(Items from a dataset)
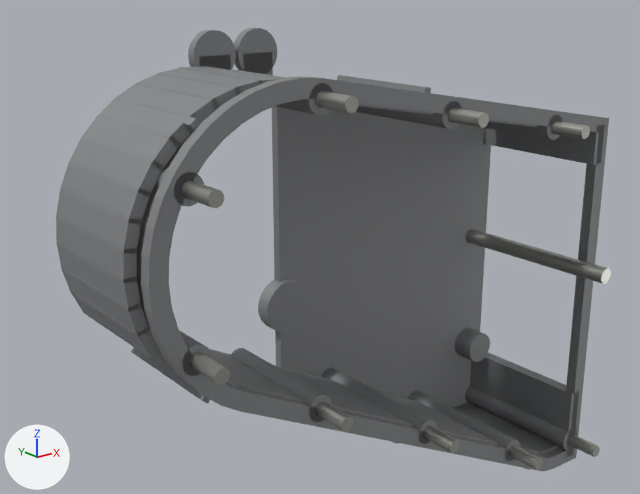
One commit to the glTF model public/parts/chain-housing-left.glb: the scene before it, then after it.
Both versions are drawn from a camera (50 mm lens) standing at (-471.0, -516.0, 94.0) and looking at (-251.0, -240.0, -17.0). The lights are fixed; the arrows at lower left show +X, +Y and +Z. The older version comes first. Where no turn or scale is listed for an object, it has been applied to the vertices. Vertices at exactly the same position are counted once.

Names of what the first picture shows: 'chain-housing-left:castAlu', 'chain-housing-left:zincPlate'.
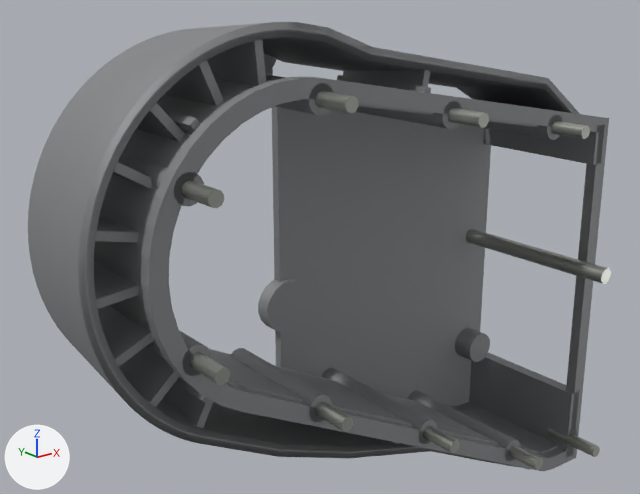
Where the newer file only moved an object's origin or applied its transform, the numbers keep the older frame.

What differs and where, as boxes (x1, y1, x2, y2) in the pictures (640 x 494 px; the box of a moved part takes in the faces that stretch with it):
'chain-housing-left:castAlu', reshaped
    before: (56, 28, 609, 471)
    after: (28, 22, 609, 471)
part 1 of me_mesh_0, moved or reshaped
    before: (183, 66, 282, 85)
    after: (207, 39, 266, 86)
part 2 of me_mesh_0, moved or reshaped
    before: (62, 187, 124, 222)
    after: (95, 215, 139, 242)
part 3 of me_mesh_0, rebuilt
    before: (70, 291, 161, 359)
    after: (98, 305, 154, 366)
part 4 of me_mesh_0, rebuilt
    before: (68, 136, 163, 197)
    after: (113, 162, 152, 189)
part 5 of me_mesh_0, rebuilt
    before: (97, 96, 194, 148)
    after: (136, 103, 185, 141)
part 6 of me_mesh_0, added
    after: (28, 22, 580, 468)
part 7 of me_mesh_0, deleted
    before: (56, 66, 281, 335)
part 8 of me_mesh_0, moved or reshaped
    before: (56, 73, 571, 449)
    after: (94, 60, 571, 449)

Diff of the bpy script that builds the scene:
```diff
--- a/public/parts/chain-housing-left.glb.py
+++ b/public/parts/chain-housing-left.glb.py
@@ me_mesh_0 @@
 # used by ob_chain_housing_left_castalu; location = (-235.0, -247.0, -37.6)
-me_mesh_0.from_pydata(...)  # 952 vertices, 1648 faces; spans x -120.0..120.0, y -35.0..35.0, z -109.0..109.0
+me_mesh_0.from_pydata(...)  # 1274 vertices, 2294 faces; spans x -134.0..120.0, y -35.0..35.0, z -112.0..115.0
+# me_mesh_0 part 1: the loose piece of 8 vertices spanning x -67.0..-56.0, y -25.0..27.0, z 92.0..96.0 is scaled about its middle by (-0.304, 0.923, -3.53), then moved by (-2.0, 2.0, 8.0)
+# me_mesh_0 part 2: the loose piece of 8 vertices spanning x -117.0..-110.0, y -21.0..25.0, z 54.0..58.0 is scaled about its middle by (2.53, 1.04, 1.44), then moved by (-6.0, 1.0, -5.0)
+# me_mesh_0 part 3: the loose piece of 8 vertices spanning x -117.0..-108.0, y -25.0..27.0, z 9.0..21.0 is rebuilt with 8 vertices and now spans x -124.0..-108.0, y -21.0..27.0, z 7.0..17.0
+# me_mesh_0 part 4: the loose piece of 8 vertices spanning x -113.0..-103.0, y -25.0..27.0, z 63.0..75.0 is rebuilt with 8 vertices and now spans x -120.0..-105.0, y -21.0..27.0, z 65.0..76.0
+# me_mesh_0 part 5: the loose piece of 8 vertices spanning x -101.0..-90.0, y -25.0..27.0, z 78.0..88.0 is rebuilt with 8 vertices and now spans x -106.0..-93.0, y -21.0..27.0, z 79.0..93.0
+# me_mesh_0 part 6: a new loose piece of 368 vertices spanning x -134.0..118.0, y -23.0..29.0, z -112.0..115.0, in mat_castalu (grey #96989a)
+# me_mesh_0 part 7: 8 loose pieces with 64 vertices, spanning x -120.0..-47.0, y -25.0..27.0, z 17.0..96.0, are deleted
+# me_mesh_0 part 8
+# 48 vertices are removed from x -120.0..109.0, y -35.0..31.0, z -99.0..95.0
+# 88 faces are deleted
+# 42 vertices are added at x -129.0..117.0, y -35.0..31.0, z -109.0..105.0
+# 24 new vertices lie (0.0, 48.0, 0.0) away from vertices in x -129.0..117.0, y -21.0, z -109.0..105.0
+# 102 new faces join them
 me_mesh_0.materials.append(mat_castalu)
```

Exercise requirements: Filter the entries and copy out every line with the word "about".

Output for this task:
+# me_mesh_0 part 1: the loose piece of 8 vertices spanning x -67.0..-56.0, y -25.0..27.0, z 92.0..96.0 is scaled about its middle by (-0.304, 0.923, -3.53), then moved by (-2.0, 2.0, 8.0)
+# me_mesh_0 part 2: the loose piece of 8 vertices spanning x -117.0..-110.0, y -21.0..25.0, z 54.0..58.0 is scaled about its middle by (2.53, 1.04, 1.44), then moved by (-6.0, 1.0, -5.0)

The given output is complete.